11. The method for preparing nitrile rubber according to any one of claims 1, 2, or 4, characterized in that, The preparation method includes the following steps: Based on 100 parts by weight of butadiene and acrylonitrile, the monomer composition is: 40-50 parts butadiene, 50-60 parts acrylonitrile, 200-250 parts deionized water, and the composite emulsifier includes disproportionated rosin acid soap, C... 10 ~C 13 A compound emulsification system of sodium salt of linear alkylbenzene sulfonic acid and naphthalene sulfonic acid formaldehyde condensate, wherein the amount of compound emulsifier is 3.0–6.5 parts, and the amount of disproportionated rosin acid soap is 1.0–2.7 parts, C 10 ~C 13 The amount of linear alkylbenzene sulfonic acid is 1.6 to 3 parts, and the amount of sodium salt of naphthalene sulfonic acid formaldehyde condensate is 0.4 to 0.8 parts; the initiation system is organic hydrogen peroxide-ferrous salt, and the amount of organic hydrogen peroxide is 0.2 to 0.5 parts; the amount of molecular weight regulator is 0.3 to 0.8 parts; butadiene is added in more than 3 parts; the polymerization temperature is 5 to 12℃; the preferred amount of composite emulsifier is 3.4 to 5.5 parts.

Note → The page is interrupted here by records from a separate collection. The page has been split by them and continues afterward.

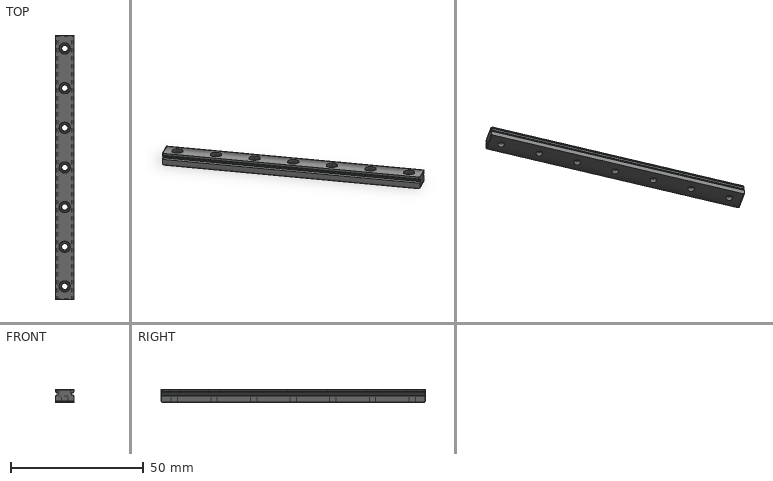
import cadquery as cq

length = 100.0
width = 7.0
height = 4.8

flank_depth = 0.4
groove_depth = 0.9
groove_mouth_bottom = 2.3
groove_mouth_top = 4.0
slot_bottom = 2.8
slot_top = 3.5

hole_count = 7
hole_pitch = 15.0
hole_diameter = 2.4
counterbore_diameter = 4.2
counterbore_depth = 2.4

bottom_chamfer = 0.4
lip_chamfer = 0.5


def make_rail():
    """Extrude the grooved cross-section along Y."""
    side = width / 2
    slot_mouth = side - flank_depth
    floor = side - groove_depth
    right_side = [
        (side, 0),
        (side, groove_mouth_bottom),
        (slot_mouth, slot_bottom),
        (floor, slot_bottom),
        (floor, slot_top),
        (slot_mouth, slot_top),
        (side, groove_mouth_top),
        (side, height),
    ]
    left_side = [(-x, z) for x, z in reversed(right_side)]
    profile = cq.Workplane("XZ").polyline(right_side + left_side).close()
    return profile.extrude(length / 2, both=True)


def chamfer_ends(rail):
    """Bevel the lower end edges, and the upper lip's corners on the -X side."""
    rail = rail.faces("<Z").edges("<Y or >Y").chamfer(bottom_chamfer)
    for end in (-1, 1):
        corner = (-width / 2, end * length / 2)
        corner_cut = (
            cq.Workplane("XY")
            .workplane(offset=slot_top)
            .polyline([
                corner,
                (corner[0] + lip_chamfer, corner[1]),
                (corner[0], corner[1] - end * lip_chamfer),
            ])
            .close()
            .extrude(height - slot_top)
        )
        rail = rail.cut(corner_cut)
    return rail


def drill_holes(rail):
    """Drill one row of counterbored holes along the centreline."""
    return (
        rail.faces(">Z")
        .workplane(origin=(0, 0, height))
        .rarray(1, hole_pitch, 1, hole_count)
        .cboreHole(hole_diameter, counterbore_diameter, counterbore_depth)
    )


result = drill_holes(chamfer_ends(make_rail()))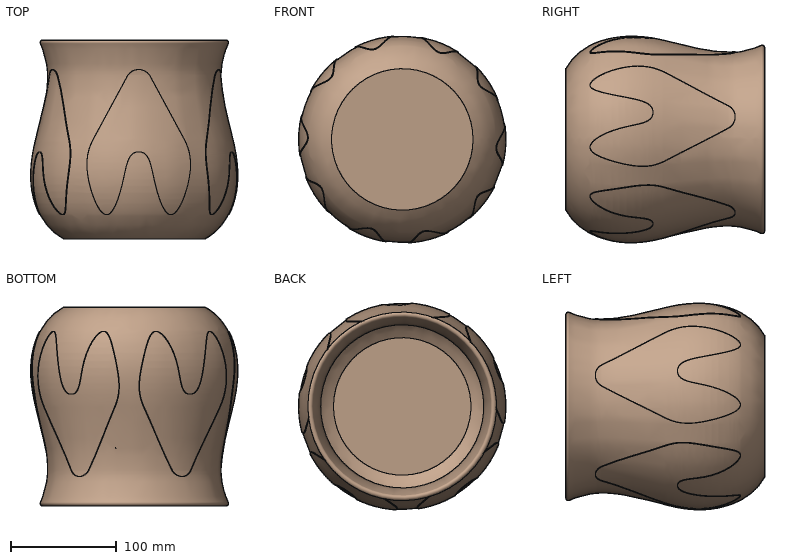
import cadquery as cq
import math

height = 188.22
base_y = 0.0
base_radius = 66.9
lower_bowl_radius = 84.2
lower_bowl_height = 15.3
belly_radius = 97.2
belly_height = 53.0
shoulder_radius = 90.2
shoulder_height = 105.0
neck_radius = 82.1
neck_height = 155.0
lip_outer_radius = 89.2
lip_flare_angle = 24.0

wall = 5.0
lip_round = wall / 2
floor_radius = 65.0

petal_count = 5
petal_raise = 0.7
petal_offset = 4.2

petal_apex_height = 160.3
petal_apex_round = 12.4
petal_side_angle = 28.4
petal_side_end_height = 95.0
petal_half_width = 48.9
petal_widest_height = 66.8
petal_lobe_x = 29.9
petal_lobe_height = 23.0
petal_notch_flank_x = 14.7
petal_notch_flank_height = 55.8
petal_notch_height = 82.5


def lip_point(turn):
    """Point on the rim's round section, turned in degrees from its outer tangent point."""
    angle = math.radians(turn - lip_flare_angle)
    centre_x = lip_outer_radius - lip_round
    centre_y = base_y + height - lip_round
    return (centre_x + lip_round * math.cos(angle), centre_y + lip_round * math.sin(angle))


def outer_points(grow):
    """Points of the outer wall above the base, with every radius enlarged by grow."""
    lip_x, lip_y = lip_point(0)
    return [
        (lower_bowl_radius + grow, base_y + lower_bowl_height),
        (belly_radius + grow, base_y + belly_height),
        (shoulder_radius + grow, base_y + shoulder_height),
        (neck_radius + grow, base_y + neck_height),
        (lip_x + grow, lip_y),
    ]


def inner_points():
    """Points of the inner wall, from the rim down to the floor."""
    bowl_shift = wall * math.sin(math.pi / 4)
    return [
        (neck_radius - wall, base_y + neck_height),
        (shoulder_radius - wall, base_y + shoulder_height),
        (belly_radius - wall, base_y + belly_height),
        (lower_bowl_radius - bowl_shift, base_y + lower_bowl_height + bowl_shift),
        (floor_radius, base_y + wall),
    ]


def revolve_about_y(profile):
    """Sweep a half profile a full turn around the vessel axis."""
    return profile.revolve(360, (0, 0, 0), (0, 1, 0))


def make_vessel():
    """Hollow vessel with a fully rounded rim."""
    profile = (
        cq.Workplane("XY")
        .moveTo(0, base_y)
        .lineTo(base_radius, base_y)
        .spline(outer_points(0), includeCurrent=True)
        .threePointArc(lip_point(90), lip_point(180))
        .spline(inner_points(), includeCurrent=True)
        .lineTo(0, base_y + wall)
        .close()
    )
    return revolve_about_y(profile)


def make_solid_form(grow):
    """Solid bounded by the outer wall, with every radius enlarged by grow."""
    points = outer_points(grow)
    top_y = points[-1][1]
    profile = (
        cq.Workplane("XY")
        .moveTo(0, base_y)
        .lineTo(base_radius + grow, base_y)
        .spline(points, includeCurrent=True)
        .lineTo(0, top_y)
        .close()
    )
    return revolve_about_y(profile)


def petal_outline():
    """Closed petal outline: round apex, straight sides, two lobes and a notch between them."""
    angle = math.radians(petal_side_angle)
    apex_centre_y = petal_apex_height - petal_apex_round
    side_start_x = petal_apex_round * math.cos(angle)
    side_start_y = apex_centre_y + petal_apex_round * math.sin(angle)
    side_end_x = side_start_x + (side_start_y - petal_side_end_height) * math.tan(angle)

    apex_mid_x = petal_apex_round * math.sin(math.pi / 4)
    apex_mid_y = apex_centre_y + petal_apex_round * math.cos(math.pi / 4)
    lobe_points = [
        (petal_half_width, petal_widest_height),
        (petal_lobe_x, petal_lobe_height),
        (petal_notch_flank_x, petal_notch_flank_height),
        (0, petal_notch_height),
    ]
    along_side = (math.sin(angle), -math.cos(angle))
    across_notch = (-1, 0)
    return (
        cq.Workplane("XY", origin=(petal_offset, base_y, 0))
        .moveTo(0, petal_apex_height)
        .threePointArc((apex_mid_x, apex_mid_y), (side_start_x, side_start_y))
        .lineTo(side_end_x, petal_side_end_height)
        .spline(lobe_points, tangents=[along_side, across_notch], scale=False, includeCurrent=True)
        .mirrorY()
    )


def make_petal():
    """One petal, projected along Z: it stands proud of the wall and is rooted halfway into it."""
    prism = petal_outline().extrude(belly_radius + 2 * petal_raise)
    outer_form = make_solid_form(petal_raise)
    root_form = make_solid_form(-wall / 2)
    return prism.intersect(outer_form).cut(root_form)


vessel = make_vessel()
petal = make_petal()
for index in range(petal_count):
    vessel = vessel.union(petal.rotate((0, 0, 0), (0, 1, 0), index * 360 / petal_count))

result = vessel

12. The method for preparing nitrile rubber according to claim 11, characterized in that, The preparation method includes the following steps: After evacuating the polymerization reactor, deionized water, composite emulsifier, reducing agent, electrolyte, chelating agent, some monomers, and molecular weight regulator are added. The temperature is controlled at 5-12℃, and then an initiator is added. When the reaction conversion rate reaches 30-40%, a second butadiene is added; when the reaction conversion rate reaches 55-65%, a third butadiene is added; when the reaction conversion rate reaches 80-85%, a terminator is added, the material is discharged, and after degassing, coagulation, washing, and drying, a nitrile rubber is obtained.

13. The method for preparing nitrile rubber according to claim 11, characterized in that, The C 10 ~C 13 The linear alkylbenzene sulfonic acid is dodecylbenzene sulfonic acid.